In the data below, for each id2, I want to collect a list of the id1 that is above them in hierarchy/level.
from pyspark.sql import SparkSession
from pyspark.sql.types import StructType, StructField, StringType, IntegerType
schema = StructType([
StructField("group_id", StringType(), False),
StructField("level", IntegerType(), False),
StructField("id1", IntegerType(), False),
StructField("id2", IntegerType(), False)
])
# Feature values
levels = [1, 2, 3, 3, 3, 3, 3, 4, 4, 4, 4, 4, 4, 4, 4, 4, 4, 4]
id1_values = [0, 200001, 677555, 677555, 677555, 677555, 677555, 605026, 605026, 605026, 605026, 605026, 605026, 662867, 662867, 662867, 662867, 662867]
id2_values = [200001, 677555, 605026, 662867, 676423, 659933, 660206, 675767, 681116, 913248,
910758, 913773, 698738, 910387, 910758, 910387, 910113, 910657]

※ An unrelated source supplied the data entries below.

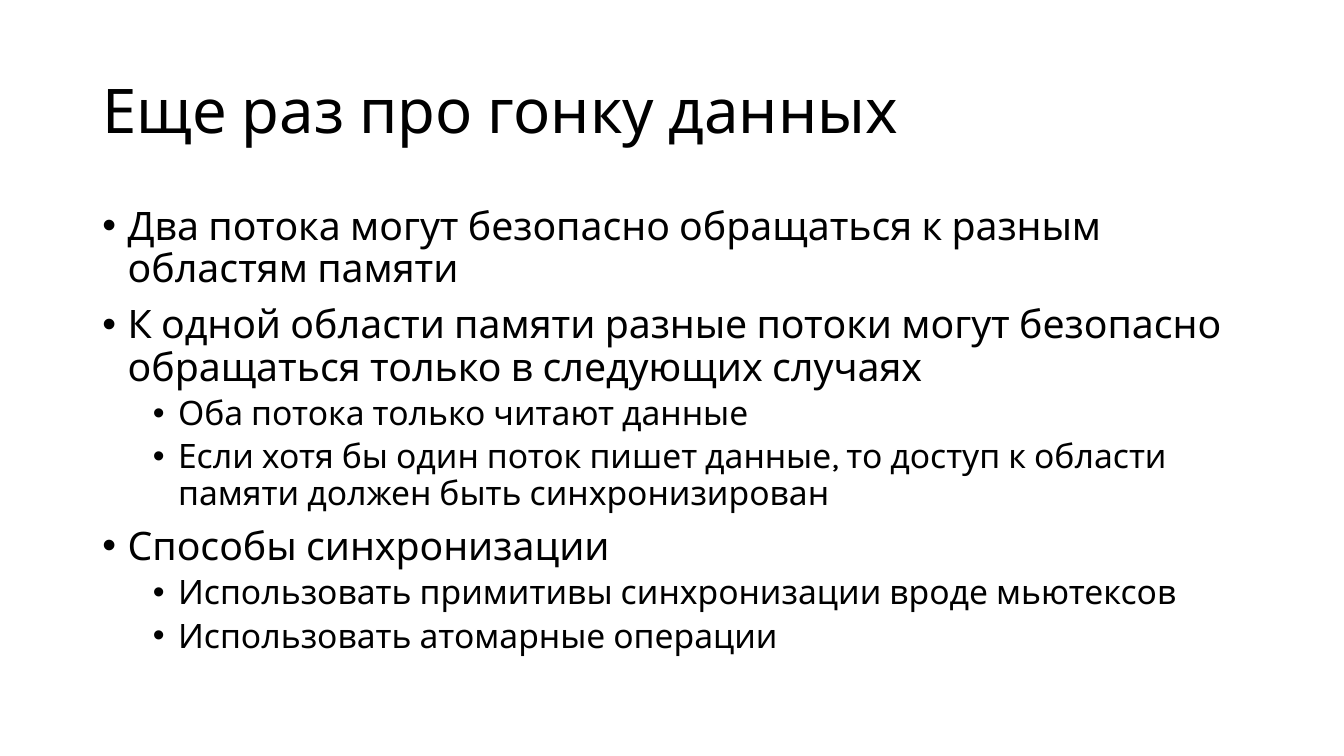
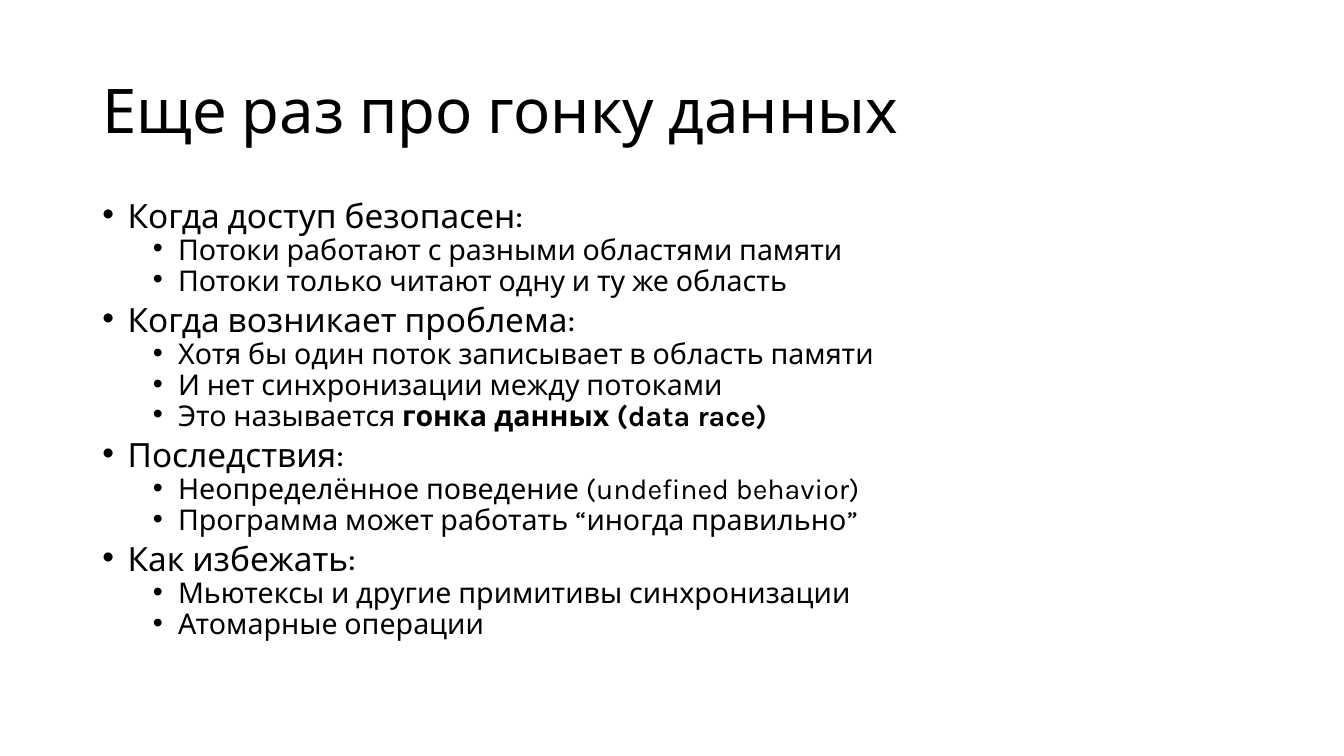
Before and after one commit to alexey-malov/pc, a slide deck: slide 15 of lectures/08/Модель памяти и атомарные операции.pptx (slide 16 before the commit). Drawn at 1344x756 pixels with LibreOffice and Linux fonts; fonts in the diff are those of the drawing. Boxes give left, top, right and bottom in pixels: in the first picture for what was removed or moved away, otherwise in the second. Text is boxed around its words. In the diff, an @@ line names an element or a change of style, - is before the commit and + after.

Commit message:
Обновил лекцию по дедлокам и моделям памяти

```diff
--- a/lectures/08/Модель памяти и атомарные операции.pptx
+++ b/lectures/08/Модель памяти и атомарные операции.pptx
@@ text at bbox=[128, 202, 874, 641]: text changed; size 24 to 20.4 pt @@
-• Два потока могут безопасно обращаться к разным областям памяти
-• К одной области памяти разные потоки могут безопасно обращаться только в следующих случаях
-  • Оба потока только читают данные
-  • Если хотя бы один поток пишет данные, то доступ к области памяти должен быть синхронизирован
-• Способы синхронизации
-  • Использовать примитивы синхронизации вроде мьютексов
-  • Использовать атомарные операции
+• Когда доступ безопасен:
+  • Потоки работают с разными областями памяти
+  • Потоки только читают одну и ту же область
+• Когда возникает проблема:
+  • Хотя бы один поток записывает в область памяти
+  • И нет синхронизации между потоками
+  • Это называется гонка данных (data race)
+• Последствия:
+  • Неопределённое поведение (undefined behavior)
+  • Программа может работать “иногда правильно”
+• Как избежать:
+  • Мьютексы и другие примитивы синхронизации
+  • Атомарные операции
```
Also in this commit, not shown: 13 other slides changed, 1 slide added, 3 slides removed, 1 other file.

data = zip(['A'] * len(levels), levels, id1_values, id2_values)
# Create DataFrame
data = spark.createDataFrame(data, schema)
This can be done like this, using a window function and collect_list.
window = Window.partitionBy('group_id').orderBy('level').rowsBetween(Window.unboundedPreceding, Window.currentRow)
data.withColumn("list_id1", F.collect_list("id1").over(window)).display()
The issue is in some cases there are several id1s with the same level. I want the collect_list to take this into account in some way.
As an example, on level two we have two unique id1s, 605026 and 662867.For id2 910387, that corresponds to id1 662867 on level 4. I don’t want to include 605026 in the list.
The list I want to collect should only include one id1 per level.
How can this be achieved using PySpark API?